Beat the Winter Blahs
If you live in an area where temperatures dip below freezing during the winter, you know how brown and uninviting the landscape turns once frost arrives. After the trees have shed their autumn-hued leaves, little color remains in the garden. However, if you carefully select the right perennials, you can turn a barren wasteland into a colorful winter wonderland. And while you’re at it, you can even help feed hungry critters whose food sources become scarce when the temperature drops.
From bushes rife with bright berries to trees with dazzling branches, these cold-weather performers will help you add a little oomph to your winter garden.
Winterberry (Ilex verticillata)
This type of holly is common in many parts of eastern Canada and the United States. The bushes have a mounded, upright growth habit and can grow up to 9 feet tall. The bright red berries not only provide a pop of color but they’re also an excellent food source for birds that stick around for winter. While winterberry holly prefers full sun, it can tolerate partial shade.
Blue holly (Ilex meserveae)
No, this evergreen bush doesn’t produce blue-hued berries. It’s so named for its pretty blue-green leaves. But come fall, it puts out bright red berries that attract birds and other small creatures. Buy carefully: Like most berry-bearing bushes, only female blue holly produce fruit. Make sure you give this bush plenty of room to grow, because it can spread up to 10 feet wide. Like winterberry, it tolerates full sun to partial shade.
Red twig dogwood (Cornus alba)
Not all bare shrubs can claim the visual impact of the red twig dogwood. These hardy plants have fiery red branches that dazzle when juxtaposed against a white blanket of fresh snow. In the spring, the plants produce tiny white blooms. Prune in the spring to stimulate new growth because new twigs will produce the most vivid color come winter.
American cranberrybush (Viburnum trilobum)
Despite its name, this fruit-bearing bush isn’t related to true cranberries, although its acidic, almost cranberry-like berries are edible. In the spring, the bushes produce showy flower clusters, but when the weather starts to cool, berries become the main attraction. The plant thrives in cold-weather locales between USDA hardiness zones 2 and 7. While full-sun conditions will net you more berries, the shrubs also tolerate some shade.
Paper birch (Betula papyrifera)
It’s not berries or twigs that make paper birch trees a perfect addition to a winter landscape, but rather their bark. These papery white-barked trees are probably what you picture when someone says “birch tree.” They’re native to the northeast and put on a brilliant golden display during the fall months. This is a moderately fast-growing tree that can reach heights of up to 70 feet.

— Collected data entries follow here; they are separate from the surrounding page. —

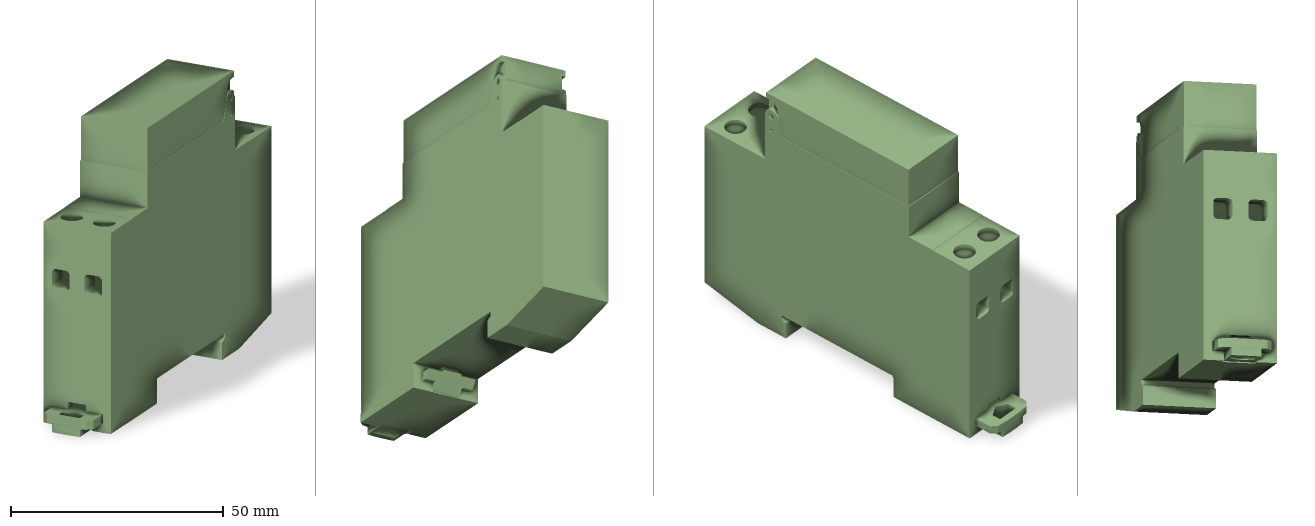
import cadquery as cq
import math

width = 17.8
total_length = 88.9
height = 70.3
tab_reach = 5.9
body_length = total_length - tab_reach

shoulder_height = 50.3
terminal_step = 0.1
terminal_length = 11.55
shoulder_length = 19.0
foot_slope_height = 3.55
foot_slope_length = 16.8
rail_top = 6.2
front_foot_length = 23.8
back_foot_length = 25.5
hook_depth = 1.4
hook_bottom = 4.4
hook_top = 5.15

lid_back_setback = 0.3
lid_seam_height = 59.4
ear_radius = 1.9
ear_recess_depth = 1.1
pivot_height = 64.0
pivot_radius = 0.8
pin_height = 59.8
pin_radius = 0.4
hinge_hole_depth = 0.5
lid_arch_height = 68.7
lid_arch_radius = 2.5
lid_arch_angle = math.radians(77)
lid_lip = 1.1
lid_sweep_radius = 1.5
lid_front_setback = 0.2
lid_side_setback = 0.1
ear_shoulder_angle = math.radians(30)
ear_shoulder_length = 1.6

terminal_offset = 4.3
screw_inset = 5.7
screw_radius = 2.7
screw_depth = 1.5
entry_width = 4.6
entry_height = 5.1
entry_corner = 1.15
entry_level = 36.35
entry_depth = 5.3

plate_width = 12.9
plate_bottom = 2.2
plate_top = 4.35
keel_width = 7.3
keel_bottom = 0.3
rib_width = 4.35
rib_recess = 2.2
rib_slot_width = 4.8
rib_slot_depth = 2.7
latch_gap = 0.35
plate_top_gap = 0.2
guide_depth = 1.8
tab_chamfer = 1.3
tab_bow = 0.35
eye_width = 5.7
eye_rim = 1.7
eye_side_length = 2.4
eye_apex_length = 3.9
nose_reach = 3.3
nose_height = 4.8
nose_shoulder = 1.7
nose_notch_height = 5.4

ear_back = body_length - shoulder_length
lid_back = ear_back - lid_back_setback
pivot_y = ear_back - ear_radius
back_foot_inner = body_length - back_foot_length
terminal_top = shoulder_height - terminal_step


def box(x_size, y_from, y_to, z_from, z_to):
    """Block centred on X between the given Y and Z limits."""
    block = cq.Workplane("XY").box(x_size, y_to - y_from, z_to - z_from, centered=(True, False, False))
    return block.translate((0, y_from, z_from))


def side_plate(outline, thickness):
    """Extrude a closed YZ outline symmetrically about X = 0."""
    return outline.extrude(thickness / 2, both=True)


def make_housing():
    outline = (
        cq.Workplane("YZ")
        .moveTo(0, 0)
        .lineTo(front_foot_length, 0)
        .lineTo(front_foot_length, rail_top)
        .lineTo(back_foot_inner + hook_depth, rail_top)
        .lineTo(back_foot_inner + hook_depth, hook_top)
        .lineTo(back_foot_inner, hook_bottom)
        .lineTo(back_foot_inner, 0)
        .lineTo(body_length - foot_slope_length, 0)
        .lineTo(body_length, foot_slope_height)
        .lineTo(body_length, terminal_top)
        .lineTo(body_length - terminal_length, terminal_top)
        .lineTo(body_length - terminal_length, shoulder_height)
        .lineTo(ear_back, shoulder_height)
        .lineTo(ear_back, pivot_height)
        .lineTo(lid_back, pivot_height)
        .lineTo(lid_back, height)
        .lineTo(shoulder_length, height)
        .lineTo(shoulder_length, shoulder_height)
        .lineTo(terminal_length, shoulder_height)
        .lineTo(terminal_length, terminal_top)
        .lineTo(0, terminal_top)
        .close()
    )
    return side_plate(outline, width)


def make_lid_blank(front_y, thickness):
    """Lid block whose rear lower corner sweeps down from an arch to the seam."""
    half_arch_angle = lid_arch_angle / 2
    arch_start_y = lid_back - lid_lip
    arch_center_z = lid_arch_height - lid_arch_radius
    arch_mid = (
        arch_start_y - lid_arch_radius * math.sin(half_arch_angle),
        arch_center_z + lid_arch_radius * math.cos(half_arch_angle),
    )
    arch_end = (
        arch_start_y - lid_arch_radius * math.sin(lid_arch_angle),
        arch_center_z + lid_arch_radius * math.cos(lid_arch_angle),
    )
    sweep_center_z = lid_seam_height + lid_sweep_radius
    sweep_start_z = sweep_center_z - lid_sweep_radius * math.cos(lid_arch_angle)
    sweep_start_y = arch_end[0] - (arch_end[1] - sweep_start_z) / math.tan(lid_arch_angle)
    sweep_end_y = sweep_start_y - lid_sweep_radius * math.sin(lid_arch_angle)
    sweep_mid = (
        sweep_end_y + lid_sweep_radius * math.sin(half_arch_angle),
        sweep_center_z - lid_sweep_radius * math.cos(half_arch_angle),
    )
    outline = (
        cq.Workplane("YZ")
        .moveTo(front_y, lid_seam_height)
        .lineTo(front_y, height)
        .lineTo(lid_back, height)
        .lineTo(lid_back, lid_arch_height)
        .lineTo(arch_start_y, lid_arch_height)
        .threePointArc(arch_mid, arch_end)
        .lineTo(sweep_start_y, sweep_start_z)
        .threePointArc(sweep_mid, (sweep_end_y, lid_seam_height))
        .close()
    )
    return side_plate(outline, thickness)


def make_ear_recess():
    """Pocket on both flanks above the ears: round at the pivot, then a straight shoulder."""
    round_mid = (
        pivot_y + ear_radius * math.sin(ear_shoulder_angle),
        pivot_height + ear_radius * math.cos(ear_shoulder_angle),
    )
    round_end = (
        pivot_y - ear_radius * math.sin(ear_shoulder_angle),
        pivot_height + ear_radius * math.cos(ear_shoulder_angle),
    )
    shoulder_end = (
        round_end[0] - ear_shoulder_length * math.cos(ear_shoulder_angle),
        round_end[1] - ear_shoulder_length * math.sin(ear_shoulder_angle),
    )
    outline = (
        cq.Workplane("YZ")
        .moveTo(ear_back, pivot_height)
        .threePointArc(round_mid, round_end)
        .lineTo(*shoulder_end)
        .lineTo(shoulder_end[0], lid_arch_height)
        .lineTo(ear_back, lid_arch_height)
        .close()
    )
    core = box(width - 2 * ear_recess_depth, 0, body_length, 0, height)
    return side_plate(outline, width).cut(core)


def make_hinge_holes():
    holes = (
        cq.Workplane("YZ")
        .pushPoints([(pivot_y, pivot_height)])
        .circle(pivot_radius)
        .pushPoints([(pivot_y, pin_height)])
        .circle(pin_radius)
    )
    core = box(width - 2 * hinge_hole_depth, 0, body_length, 0, height)
    return side_plate(holes, width).cut(core)


def make_screw_holes():
    places = [
        (x, y)
        for x in (-terminal_offset, terminal_offset)
        for y in (screw_inset, body_length - screw_inset)
    ]
    floor = cq.Workplane("XY").workplane(offset=terminal_top - screw_depth)
    return floor.pushPoints(places).circle(screw_radius).extrude(screw_depth)


def make_wire_entries():
    return (
        cq.Workplane("XZ")
        .pushPoints([(-terminal_offset, entry_level), (terminal_offset, entry_level)])
        .rect(entry_width, entry_height)
        .extrude(-entry_depth)
        .edges("|Y")
        .fillet(entry_corner)
    )


def make_latch_guide():
    """Clearance around the latch where it leaves the front wall."""
    plate = box(plate_width + 2 * latch_gap, 0, guide_depth, plate_bottom, plate_top + plate_top_gap)
    keel = box(keel_width + 2 * latch_gap, 0, guide_depth, 0, plate_bottom)
    rib = box(rib_slot_width, 0, rib_slot_depth, plate_top, rail_top)
    return plate.union(keel).union(rib)


def make_latch():
    nose_y = front_foot_length + nose_reach
    plate = box(plate_width, -tab_reach, nose_y, plate_bottom, plate_top)
    keel = box(keel_width, -tab_reach, nose_y, keel_bottom, plate_bottom)
    rib = box(rib_width, rib_recess, nose_y, plate_top, rail_top)
    rib = rib.translate(((rib_width - rib_slot_width) / 2, 0, 0))

    corner_x = plate_width / 2 - tab_chamfer
    corner_y = tab_bow - tab_reach
    footprint = (
        cq.Workplane("XY")
        .moveTo(-plate_width / 2, nose_y)
        .lineTo(-plate_width / 2, corner_y + tab_chamfer)
        .lineTo(-corner_x, corner_y)
        .threePointArc((0, -tab_reach), (corner_x, corner_y))
        .lineTo(plate_width / 2, corner_y + tab_chamfer)
        .lineTo(plate_width / 2, nose_y)
        .close()
        .extrude(rail_top)
    )
    profile = (
        cq.Workplane("YZ")
        .moveTo(-tab_reach, 0)
        .lineTo(front_foot_length, 0)
        .lineTo(nose_y, nose_height)
        .lineTo(front_foot_length + nose_shoulder, nose_notch_height)
        .lineTo(front_foot_length + nose_shoulder, rail_top)
        .lineTo(-tab_reach, rail_top)
        .close()
    )
    eye_front = eye_rim - tab_reach
    eye_shoulder = eye_front + eye_side_length
    eye = (
        cq.Workplane("XY")
        .moveTo(-eye_width / 2, eye_front)
        .lineTo(eye_width / 2, eye_front)
        .lineTo(eye_width / 2, eye_shoulder)
        .lineTo(0, eye_front + eye_apex_length)
        .lineTo(-eye_width / 2, eye_shoulder)
        .close()
        .extrude(rail_top)
    )
    latch = plate.union(keel).union(rib)
    return latch.intersect(footprint).intersect(side_plate(profile, width)).cut(eye)


housing = make_housing()
pockets = (
    make_lid_blank(shoulder_length, width),
    make_ear_recess(),
    make_hinge_holes(),
    make_screw_holes(),
    make_wire_entries(),
    make_latch_guide(),
)
for pocket in pockets:
    housing = housing.cut(pocket)

lid = make_lid_blank(shoulder_length + lid_front_setback, width - 2 * lid_side_setback)
result = housing.union(lid).union(make_latch())
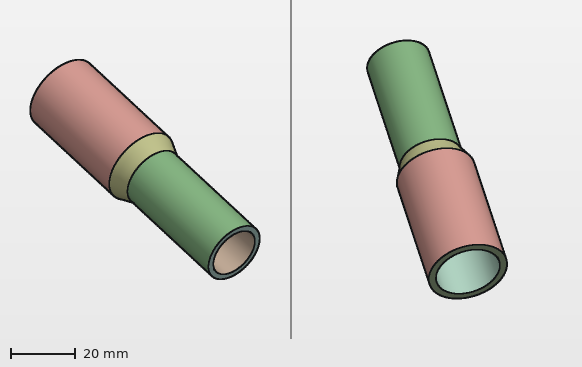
import cadquery as cq

total_length = 87.0
wide_length = 40.0
cone_length = 6.0
wide_outer_diameter = 25.0
wide_bore_diameter = 20.4
narrow_outer_diameter = 20.0
narrow_bore_diameter = 16.2

cone_end = wide_length + cone_length


def stepped_solid(wide_diameter, narrow_diameter):
    """Solid of revolution about X: wide cylinder, cone, narrow cylinder."""
    wide_radius = wide_diameter / 2
    narrow_radius = narrow_diameter / 2
    return (
        cq.Workplane("XY")
        .moveTo(0, 0)
        .lineTo(0, wide_radius)
        .lineTo(wide_length, wide_radius)
        .lineTo(cone_end, narrow_radius)
        .lineTo(total_length, narrow_radius)
        .lineTo(total_length, 0)
        .close()
        .revolve(360, (0, 0, 0), (1, 0, 0))
    )


outer_body = stepped_solid(wide_outer_diameter, narrow_outer_diameter)

bore = stepped_solid(wide_bore_diameter, narrow_bore_diameter)

result = outer_body.cut(bore)
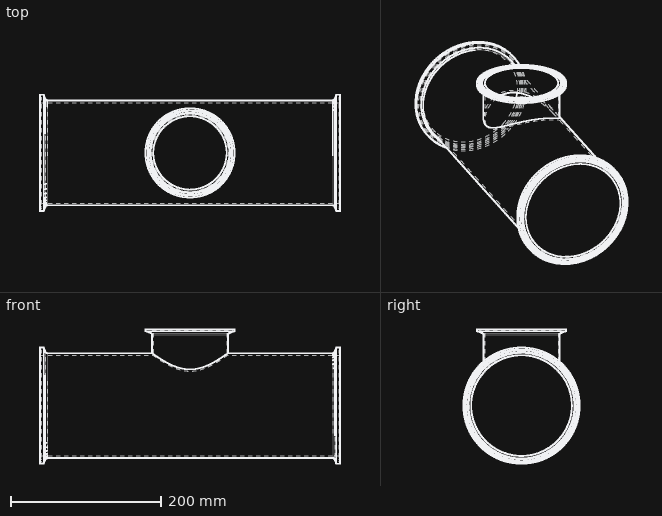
import cadquery as cq
import math

run_length = 400.0
run_outer_diameter = 140.0
run_bore_diameter = 134.0

branch_height = 102.0
branch_outer_diameter = 101.5
branch_bore_diameter = 97.5

run_flange_diameter = 155.0
run_rim_thickness = 5.0
branch_flange_diameter = 119.0
branch_rim_thickness = 3.0
flange_back_angle = math.radians(20)
run_neck_radius = 3.0
branch_neck_radius = 2.0

run_groove_diameter = 145.5
branch_groove_diameter = 109.5
groove_mouth_width = 5.0
groove_floor_width = 2.5
groove_depth = 1.5


def flange(diameter, pipe_diameter, rim_thickness, neck_radius, groove_diameter):
    """Solid flange with its face at z = 0 and its back tapering into the pipe below."""
    rim_radius = diameter / 2
    pipe_radius = pipe_diameter / 2
    slope = math.tan(flange_back_angle)
    arc_center_radius = pipe_radius + neck_radius
    taper_end_radius = arc_center_radius - neck_radius * math.sin(flange_back_angle)
    taper_end_z = -rim_thickness - (rim_radius - taper_end_radius) * slope
    arc_center_z = taper_end_z - neck_radius * math.cos(flange_back_angle)
    mid_angle = (math.pi / 2 + flange_back_angle + math.pi) / 2
    arc_middle = (
        arc_center_radius + neck_radius * math.cos(mid_angle),
        arc_center_z + neck_radius * math.sin(mid_angle),
    )
    body = (
        cq.Workplane("XZ")
        .moveTo(0, 0)
        .lineTo(rim_radius, 0)
        .lineTo(rim_radius, -rim_thickness)
        .lineTo(taper_end_radius, taper_end_z)
        .threePointArc(arc_middle, (pipe_radius, arc_center_z))
        .lineTo(0, arc_center_z)
        .close()
        .revolve(360, (0, 0), (0, 1))
    )
    groove_radius = groove_diameter / 2
    groove = (
        cq.Workplane("XZ")
        .moveTo(groove_radius - groove_mouth_width / 2, 0)
        .lineTo(groove_radius - groove_floor_width / 2, -groove_depth)
        .lineTo(groove_radius + groove_floor_width / 2, -groove_depth)
        .lineTo(groove_radius + groove_mouth_width / 2, 0)
        .close()
        .revolve(360, (0, 0), (0, 1))
    )
    return body.cut(groove)


run = cq.Workplane("YZ").circle(run_outer_diameter / 2).extrude(run_length / 2, both=True)
branch = cq.Workplane("XY").circle(branch_outer_diameter / 2).extrude(branch_height)
tee = run.union(branch)

run_flange = flange(
    run_flange_diameter, run_outer_diameter, run_rim_thickness, run_neck_radius, run_groove_diameter
)
branch_flange = flange(
    branch_flange_diameter,
    branch_outer_diameter,
    branch_rim_thickness,
    branch_neck_radius,
    branch_groove_diameter,
)
for side in (-1, 1):
    end_flange = run_flange.rotate((0, 0, 0), (0, 1, 0), side * 90)
    tee = tee.union(end_flange.translate((side * run_length / 2, 0, 0)))
tee = tee.union(branch_flange.translate((0, 0, branch_height)))

run_bore = cq.Workplane("YZ").circle(run_bore_diameter / 2).extrude(run_length / 2, both=True)
branch_bore = cq.Workplane("XY").circle(branch_bore_diameter / 2).extrude(branch_height)

result = tee.cut(run_bore).cut(branch_bore)

For gardeners who live in mild climates, ornamental cabbages offer bursts of purple and green. These colors become even brighter when exposed to a light frost. The plants can get as wide as a foot and don’t grow much taller than 15 inches, so they’re a perfect choice for borders and window boxes. Ornamental kales and cabbages will survive down to 5 degrees Fahrenheit. Don’t forget to water them, especially when the weather gets dry during the fall.
Bring both color and textural interest to a bare spot in the yard by planting a cotoneaster shrub. These visually arresting plants come in a variety of sizes, including low-growing options. For those who constantly deal with invading deer, rest easy knowing that they won’t bother with cotoneaster, although the shrub’s blooms and berries will attract pollinators and birds. The variegated rock cotoneaster is a good choice for visual interest year-round, with white-edged leaves that turn reddish toward the fall.
Witch hazel (Hamamelis virginiana)
If you’re looking for a color other than red to dot the winter garden, this miniature tree is an excellent choice. Its bright golden yellow flowers emerge in the fall and stick around until early to mid-winter. Plant this tree in full sun for more impressive blooms. It’s best suited for USDA hardiness zones 3 to 8.
An evergreen plant that blooms during the winter? Yes indeed. Thanks to breeding programs, cold-hardy hybrid varieties of this lovely shrub now exist—just be careful where you place them. They’re sensitive to harsh winds and prefer some shade during the summer months. Plan for mature plants to grow as wide as 5 feet. Winter-hardy camellias are best suited for USDA hardiness zones 6B to 9.